DOE approach to the optimization of lipid nanoparticles for self-amplifying mRNA (saRNA) expression and cellular activation was presented by Ly et al. [ 27 ]. The first optimization was performed based on a definitive screening design (DSD). A 7 three-level matrix was built with two two-level qualitative factors and one three-level qualitative factor (iteration A, 26 formulations). Input variables were: N/P ratio (5; 10; 15), phospholipid type: DOPE; DSPC phospholipid content (10; 15; 20 mol %), ionizable lipid type (pKa) (DLin-MC3-DMA (6.4); ALC-0315 (6.09); SM-102 (6.75)), ionizable lipid content (30; 40; 50 %mol), DMG-PEG-2000 content (0; 1.25; 2.5 %mol) total flow rate during preparation (2; 9; 16 mL/min), ambient temperature during formulation (4; 20; 37 °C), aqueous-phase pH (3; 5; 7), and RNA type (mRNA; saRNA). Output variables were size, PDI, EE%, charge, % filled particles, and % full RNA transcripts. Apart from standard statistical methods such as variance analysis (ANOVA), linear regression, and Spearman’s correlation, Python’s scikit-learn module, statsmodels package, and the seaborn library were also used. The second optimization was performed based on a Box–Behnken design (BBD). Three three-level and 1 three-level quantitative factor (iteration B, 26 formulation) were tested. Input variables were phospholipid content (12.5; 15; 17.5 %mol), ionizable lipid type (pKa) (DLin-MC3-DMA (6.4); ALC-0315 (6.09); SM-102 (6.75)), ionizable lipid content (35; 40; 45 %mol), and aqueous-phase pH (4; 5; 6). The N/P ratio was fixed at 10, DOPE was used as a phospholipid, DMG-PEG-2000 content was fixed at 1.25 %mol, the total flow rate was fixed at 16 mL/min, and ambient temperature during formulation was fixed at 20 °C). Output variables were size, PDI, EE%, charge, % filled particles, % full RNA transcripts, protein expression, and cellular activation. Response surface modeling was carried out using second-order ordinary least square (OLS) regression based on the scikit-learn module and statsmodels package. A Box–Cox transformation of response variables was used to improve model accuracy. The optimization of simultaneous responses was realized by the desirability function, and optimal operating conditions were obtained using the SciPy 1.0 library and Broyden–Fletcher–Goldfarb–Shanno (BFGS) optimization algorithm.

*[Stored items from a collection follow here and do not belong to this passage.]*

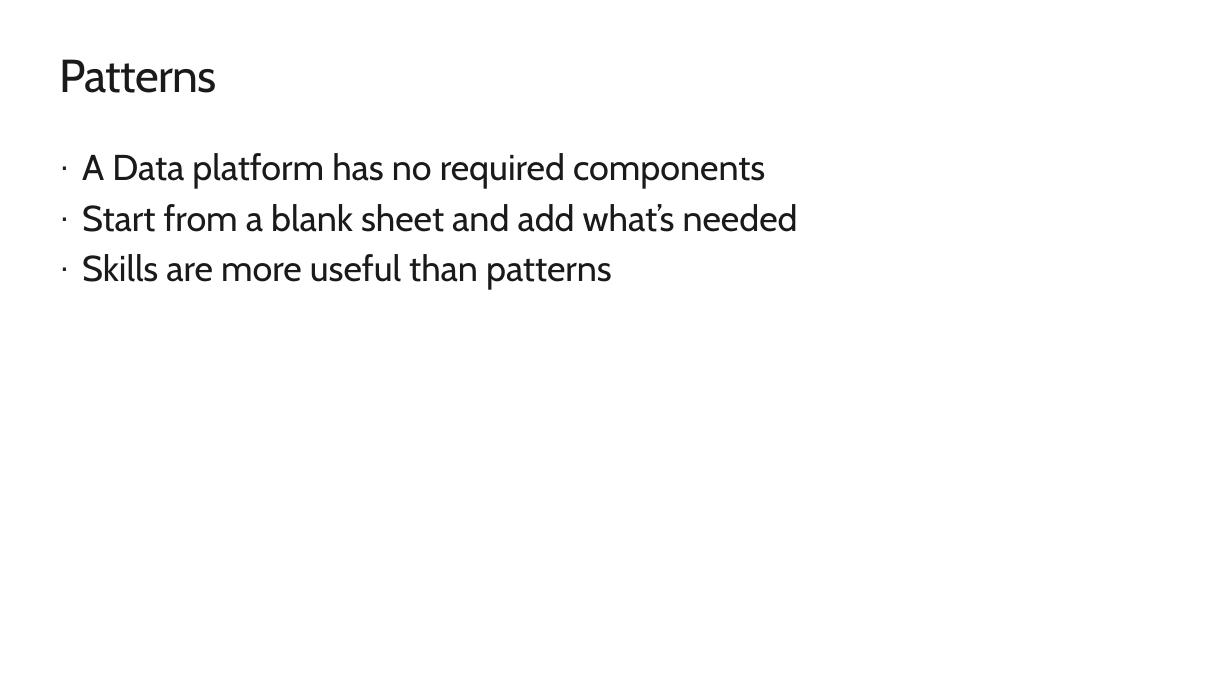
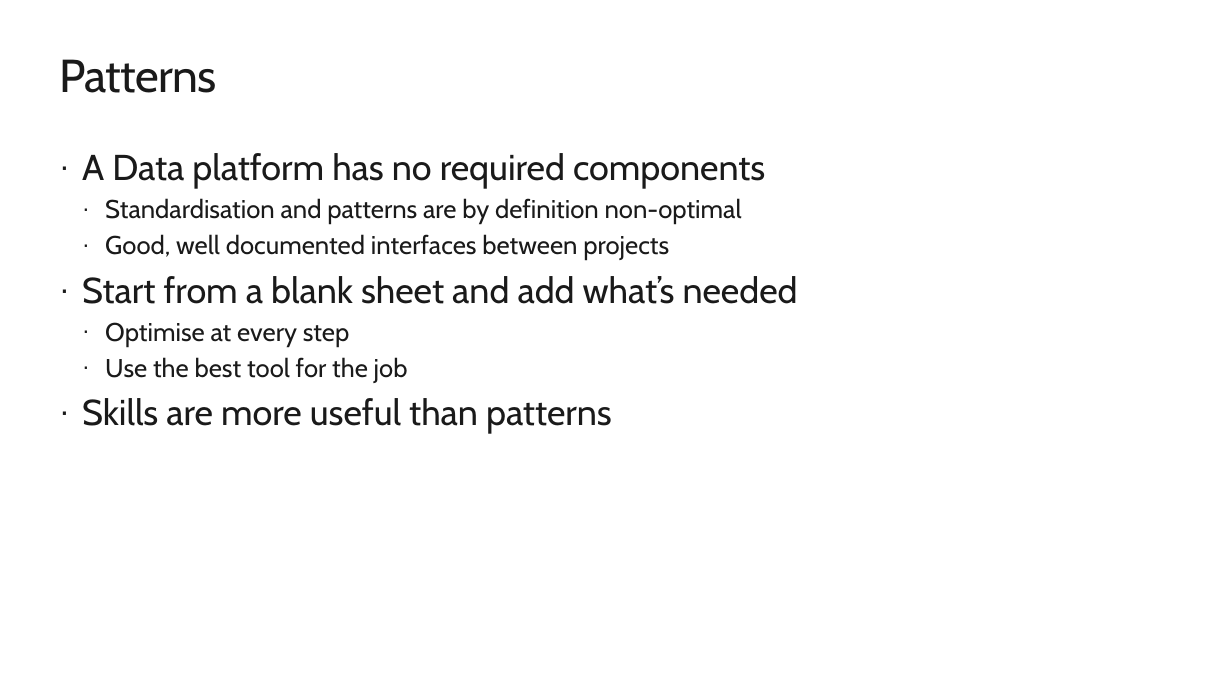
Before and after one commit to arevaloisabel/agiledataoops, a slide deck: slide 9 of presentations/Agile Data Architecture Intro.pptx (slide 8 before the commit). Drawn at 1232x693 pixels with LibreOffice and Linux fonts; fonts in the diff are those of the drawing; background and template pictures are left out. Boxes give left, top, right and bottom in pixels: in the first picture for what was removed or moved away, otherwise in the second. Text is boxed around its words. In the diff, an @@ line names an element or a change of style, - is before the commit and + after.

```diff
--- a/presentations/Agile Data Architecture Intro.pptx
+++ b/presentations/Agile Data Architecture Intro.pptx
@@ text at (105, 198, 742, 260): paragraphs added @@
+  · Standardisation and patterns are by definition non-optimal
+  · Good, well documented interfaces between projects
@@ text at (105, 322, 408, 382): paragraphs added @@
+  · Optimise at every step
+  · Use the best tool for the job
```
Also in this commit, not shown: 5 other slides changed, 2 slides added, 1 slide removed, 6 other files.

The paper by Mendonca et al. [ 28 ] presented a review of LNP delivery of different types of nucleic acids: siRNA, mRNA, and pDNA. Stricted DOE was not described, but a lot of important variables that affected the effectiveness of LNP formulations were listed ( Table S1 ).

The last presented work by Bastogne et al. [ 29 ] concerns the optimization of cationic nano-lipid for siRNA transfection. DOE was performed based on a D-optimal mixture design (36 formulations were tested). Input variables were DOTAP proportion (%) in the LNP content, the concentration of PEG surfactant (%), the lecithin proportion (%), and LNP size (small, medium, large). Output variables were safety attributes related to the LNP stability (unstable or stable states, 0 or 1), siRNA transfection rate (PC3-GFP) (min 30%), and PDI. Response surface equations, a class of polynomial models, are used to describe the links between the input and output variables. Bayesian estimation method, the posterior predictive check, and the leave-one-out cross-correlation were used to evaluate the model prediction.

4. Discussion

Optimization of lipid-based RNA formulations is essential to achieve reproducible quality of pharmaceutical products in terms of efficacy and safety; therefore, the application of QbD and DOE appears to be a very useful tool for the robust development of this complex RNA-LNP system. The performance of LNPs is strongly influenced by the chemical structure of each component, the interactions between them, and the physicochemical properties of the final formulation.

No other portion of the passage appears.